DATA RECORDS: Begin

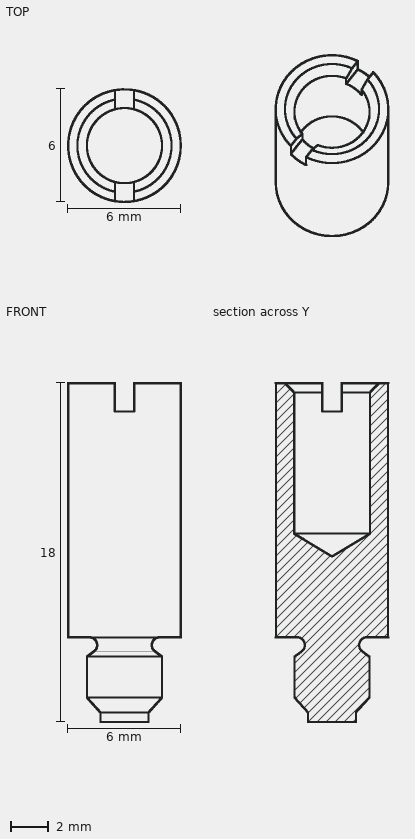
import cadquery as cq
import math

length = 18.0
body_diameter = 6.0
body_radius = body_diameter / 2
body_bottom = 4.5
thread_radius = 2.0
thread_bottom = 1.3
tip_radius = 1.28
tip_height = 0.5

neck_radius = 1.45
neck_arc_radius = 0.41
neck_cone_slope = 36.0

hole_radius = 2.0
hole_depth = 8.0
drill_point_angle = 118.0
mouth_radius = 2.5
mouth_depth = 0.5

slot_width = 1.03
slot_depth = 1.5


def make_stud():
    """Revolve the outside: body, undercut, threaded end and tip."""
    arc_center_x = neck_radius + neck_arc_radius
    arc_center_z = body_bottom - neck_arc_radius
    slope = math.radians(neck_cone_slope)

    arc_end_x = arc_center_x - neck_arc_radius * math.sin(slope)
    arc_end_z = arc_center_z - neck_arc_radius * math.cos(slope)
    thread_top = arc_end_z - (thread_radius - arc_end_x) * math.tan(slope)
    return (
        cq.Workplane("XZ")
        .lineTo(tip_radius, 0)
        .lineTo(tip_radius, tip_height)
        .lineTo(thread_radius, thread_bottom)
        .lineTo(thread_radius, thread_top)
        .lineTo(arc_end_x, arc_end_z)
        .threePointArc((neck_radius, arc_center_z), (arc_center_x, body_bottom))
        .lineTo(body_radius, body_bottom)
        .lineTo(body_radius, length)
        .lineTo(0, length)
        .close()
        .revolve(360, (0, 0), (0, 1))
    )


def make_hole():
    """Revolve the volume removed by the hole."""
    floor = length - hole_depth
    point_depth = hole_radius / math.tan(math.radians(drill_point_angle / 2))
    mouth_bottom = length - mouth_depth
    return (
        cq.Workplane("XZ")
        .moveTo(0, floor - point_depth)
        .lineTo(hole_radius, floor)
        .lineTo(hole_radius, mouth_bottom)
        .lineTo(mouth_radius, length)
        .lineTo(0, length)
        .close()
        .revolve(360, (0, 0), (0, 1))
    )


def make_slot():
    """Slot across the top, running along Y."""
    return (
        cq.Workplane("XY")
        .workplane(offset=length - slot_depth)
        .rect(slot_width, 2 * body_radius)
        .extrude(slot_depth)
    )


result = make_stud().cut(make_hole()).cut(make_slot())
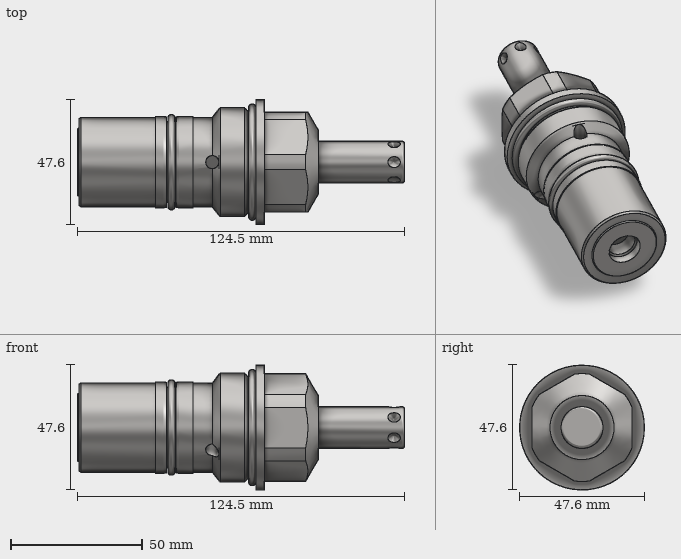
import cadquery as cq
import math

TOTAL_LENGTH = 124.5
FACE_BOSS_HEIGHT = 0.5
LAND_START = 29.6
SMALL_RING_X = 35.7
LAND_END = 44.0
CONE_START = 51.3
CONE_END = 53.8
COLLAR_START = 54.4
COLLAR_END = 63.5
LARGE_RING_X = 66.5
FLANGE_START = 67.9
FLANGE_END = 71.1
NUT_END = 91.6

FACE_BOSS_RADIUS = 13.1
FACE_BOSS_TAPER = 0.4
BARREL_RADIUS = 17.0
LAND_RADIUS = 17.4
CONE_END_RADIUS = 20.2
COLLAR_RADIUS = 20.8
FLANGE_RADIUS = 23.8
ROD_RADIUS = 8.0

BARREL_CHAMFER_LENGTH = 0.7
BARREL_CHAMFER_DEPTH = 0.6
COLLAR_BEVEL_LENGTH = 1.4
ROD_TIP_FILLET = 1.0

HEX_SIDES = 6
NUT_ACROSS_FLATS = 38.1
NUT_CORNER_RADIUS = 20.5
NUT_TIP_RADIUS = 12.2
NUT_CONE_ANGLE = 30.0

SMALL_RING_OUTER_RADIUS = 18.2
SMALL_RING_SECTION_RADIUS = 1.4
SMALL_GROOVE_WIDTH = 3.6
SMALL_GROOVE_CHAMFER_LENGTH = 1.1
SMALL_GROOVE_CHAMFER_DEPTH = 0.2
LARGE_RING_OUTER_RADIUS = 22.2
LARGE_RING_SECTION_RADIUS = 1.4

BORE_MOUTH_RADIUS = 6.2
BORE_MOUTH_DEPTH = 3.6
BORE_STEP_LENGTH = 0.5
BORE_STEP_RADIUS = 5.5
BORE_FLOOR_RADIUS = 5.1
BORE_DEPTH = 10.0

PORT_COUNT = 3
PORT_RADIUS = 2.5
PORT_FLOOR_RADIUS = 7.5

DIMPLE_COUNT = 6
DIMPLE_RADIUS = 2.4
DIMPLE_DEPTH = DIMPLE_RADIUS
DIMPLE_X = 120.5


def revolve_about_x(points):
    """Turn a closed (x, radius) outline about the X axis."""
    return cq.Workplane("XY").polyline(points).close().revolve(360, (0, 0, 0), (1, 0, 0))


def make_turned_body():
    """Barrel, ring grooves, collar, flange and rod as one turned shape."""
    small_floor = SMALL_RING_OUTER_RADIUS - 2 * SMALL_RING_SECTION_RADIUS
    large_floor = LARGE_RING_OUTER_RADIUS - 2 * LARGE_RING_SECTION_RADIUS
    groove_left = SMALL_RING_X - SMALL_GROOVE_WIDTH / 2
    groove_right = SMALL_RING_X + SMALL_GROOVE_WIDTH / 2
    barrel_face = FACE_BOSS_HEIGHT
    return revolve_about_x([
        (0, 0),
        (0, FACE_BOSS_RADIUS - FACE_BOSS_TAPER),
        (barrel_face, FACE_BOSS_RADIUS),
        (barrel_face, BARREL_RADIUS - BARREL_CHAMFER_DEPTH),
        (barrel_face + BARREL_CHAMFER_LENGTH, BARREL_RADIUS),
        (LAND_START, BARREL_RADIUS),
        (LAND_START, LAND_RADIUS),
        (groove_left - SMALL_GROOVE_CHAMFER_LENGTH, LAND_RADIUS),
        (groove_left, LAND_RADIUS - SMALL_GROOVE_CHAMFER_DEPTH),
        (groove_left, small_floor),
        (groove_right, small_floor),
        (groove_right, LAND_RADIUS - SMALL_GROOVE_CHAMFER_DEPTH),
        (groove_right + SMALL_GROOVE_CHAMFER_LENGTH, LAND_RADIUS),
        (LAND_END, LAND_RADIUS),
        (LAND_END, BARREL_RADIUS),
        (CONE_START, BARREL_RADIUS),
        (CONE_END, CONE_END_RADIUS),
        (COLLAR_START, COLLAR_RADIUS),
        (COLLAR_END, COLLAR_RADIUS),
        (COLLAR_END + COLLAR_BEVEL_LENGTH, large_floor),
        (FLANGE_START, large_floor),
        (FLANGE_START, FLANGE_RADIUS),
        (FLANGE_END, FLANGE_RADIUS),
        (FLANGE_END, ROD_RADIUS),
        (TOTAL_LENGTH, ROD_RADIUS),
        (TOTAL_LENGTH, 0),
    ]).faces(">X").edges().fillet(ROD_TIP_FILLET)


def make_nut():
    """Hexagon with corners turned round and a conical end."""
    cone_length = (NUT_CORNER_RADIUS - NUT_TIP_RADIUS) * math.tan(math.radians(NUT_CONE_ANGLE))
    envelope = revolve_about_x([
        (FLANGE_END, 0),
        (FLANGE_END, NUT_CORNER_RADIUS),
        (NUT_END - cone_length, NUT_CORNER_RADIUS),
        (NUT_END, NUT_TIP_RADIUS),
        (NUT_END, 0),
    ])
    hex_half_angle = math.pi / HEX_SIDES
    across_corners = NUT_ACROSS_FLATS / math.cos(hex_half_angle)
    hexagon = (
        cq.Workplane("YZ", origin=(FLANGE_END, 0, 0))
        .transformed(rotate=(0, 0, 90))
        .polygon(HEX_SIDES, across_corners)
        .extrude(NUT_END - FLANGE_END)
    )
    return hexagon.intersect(envelope)


def make_bore():
    """Plain mouth, short conical step, then a slight taper down to a flat floor."""
    return revolve_about_x([
        (0, 0),
        (0, BORE_MOUTH_RADIUS),
        (BORE_MOUTH_DEPTH, BORE_MOUTH_RADIUS),
        (BORE_MOUTH_DEPTH + BORE_STEP_LENGTH, BORE_STEP_RADIUS),
        (BORE_DEPTH, BORE_FLOOR_RADIUS),
        (BORE_DEPTH, 0),
    ])


def repeat_about_x(tool, count):
    """Copies of a tool spaced evenly about the X axis."""
    return [tool.rotate((0, 0, 0), (1, 0, 0), i * 360 / count) for i in range(count)]


def make_port_drill():
    """Cylinder along +Z from the port floor out past the collar."""
    drill_length = FLANGE_RADIUS - PORT_FLOOR_RADIUS
    return (
        cq.Workplane("XY", origin=(CONE_START, 0, PORT_FLOOR_RADIUS))
        .circle(PORT_RADIUS)
        .extrude(drill_length)
    )


def make_dimple_cone():
    """Cone with its point inside the rod, twice the dimple depth so that it clears the surface."""
    point = cq.Vector(DIMPLE_X, 0, ROD_RADIUS - DIMPLE_DEPTH)
    outward = cq.Vector(0, 0, 1)
    return cq.Workplane(cq.Solid.makeCone(0, 2 * DIMPLE_RADIUS, 2 * DIMPLE_DEPTH, point, outward))


def make_housing():
    """The turned body and nut with the bore, ports and dimples cut out."""
    housing = make_turned_body().union(make_nut()).cut(make_bore())
    ports = repeat_about_x(make_port_drill(), PORT_COUNT)
    dimples = repeat_about_x(make_dimple_cone(), DIMPLE_COUNT)
    for tool in ports + dimples:
        housing = housing.cut(tool)
    return housing


def make_o_ring(x, outer_radius, section_radius):
    """Torus about the X axis."""
    ring = cq.Solid.makeTorus(
        outer_radius - section_radius, section_radius, cq.Vector(x, 0, 0), cq.Vector(1, 0, 0)
    )
    return cq.Workplane(ring)


housing = make_housing()
small_o_ring = make_o_ring(SMALL_RING_X, SMALL_RING_OUTER_RADIUS, SMALL_RING_SECTION_RADIUS)
large_o_ring = make_o_ring(LARGE_RING_X, LARGE_RING_OUTER_RADIUS, LARGE_RING_SECTION_RADIUS)

result = cq.Compound.makeCompound([housing.val(), small_o_ring.val(), large_o_ring.val()])

DATA RECORDS: End

REQUIRED WORK :: Each line from the one that includes "return cq.Workplane(ring)" down to the close of the records above is to be given again exactly, and no other line is to appear.

YOUR RESPONSE ::
    return cq.Workplane(ring)


housing = make_housing()
small_o_ring = make_o_ring(SMALL_RING_X, SMALL_RING_OUTER_RADIUS, SMALL_RING_SECTION_RADIUS)
large_o_ring = make_o_ring(LARGE_RING_X, LARGE_RING_OUTER_RADIUS, LARGE_RING_SECTION_RADIUS)

result = cq.Compound.makeCompound([housing.val(), small_o_ring.val(), large_o_ring.val()])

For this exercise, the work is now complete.